> _What to produce_: Would you please return the data below verbatim, without its pictures?

> _Provided material_:
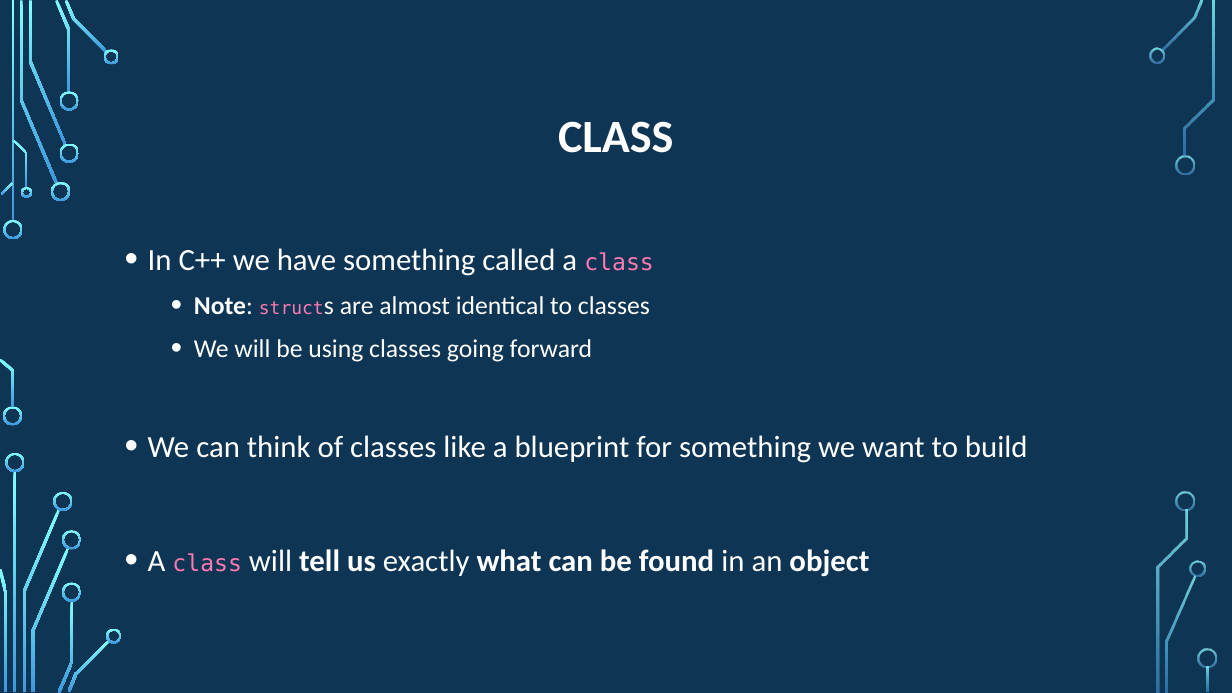
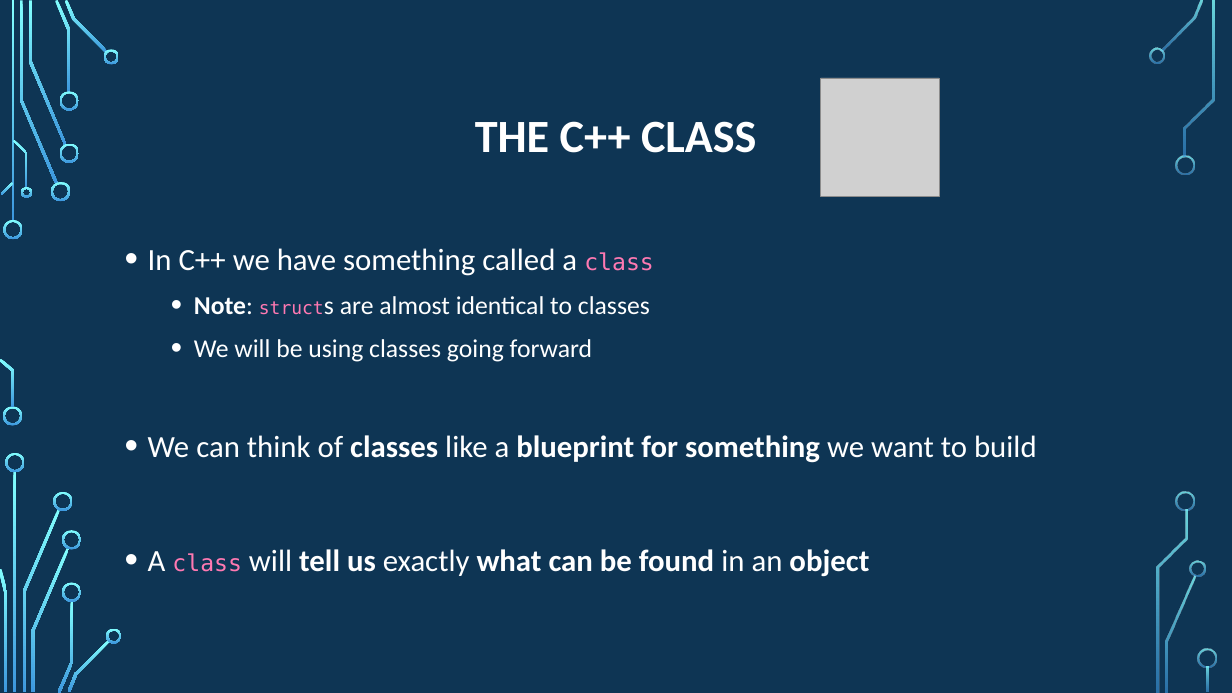
Before and after one commit to psypdt/Advanced_Summer_Course, a slide deck: slide 9 of Day4/Day_4.pptx. Drawn at 1232x693 pixels with LibreOffice and Linux fonts; fonts in the diff are those of the drawing; grey boxes stand for pictures; background and template pictures are left out. Boxes give left, top, right and bottom in pixels: in the first picture for what was removed or moved away, otherwise in the second. Text is boxed around its words. In the diff, an @@ line names an element or a change of style, - is before the commit and + after.

```diff
--- a/Day4/Day_4.pptx
+++ b/Day4/Day_4.pptx
@@ picture added at [821, 78, 939, 196] @@
@@ title at [475, 121, 756, 153]: text changed @@
-CLASS
+THE C++ CLASS
@@ text at [148, 435, 1037, 463]: bold on in "classes blueprint for something" @@
```
Also in this commit, not shown: 11 other slides changed, 2 slides added, 1 slide removed, 1 other file.

> _Response_:
Before and after one commit to psypdt/Advanced_Summer_Course, a slide deck: slide 9 of Day4/Day_4.pptx. Drawn at 1232x693 pixels with LibreOffice and Linux fonts; fonts in the diff are those of the drawing; grey boxes stand for pictures; background and template pictures are left out. Boxes give left, top, right and bottom in pixels: in the first picture for what was removed or moved away, otherwise in the second. Text is boxed around its words. In the diff, an @@ line names an element or a change of style, - is before the commit and + after.

```diff
--- a/Day4/Day_4.pptx
+++ b/Day4/Day_4.pptx
@@ picture added at [821, 78, 939, 196] @@
@@ title at [475, 121, 756, 153]: text changed @@
-CLASS
+THE C++ CLASS
@@ text at [148, 435, 1037, 463]: bold on in "classes blueprint for something" @@
```
Also in this commit, not shown: 11 other slides changed, 2 slides added, 1 slide removed, 1 other file.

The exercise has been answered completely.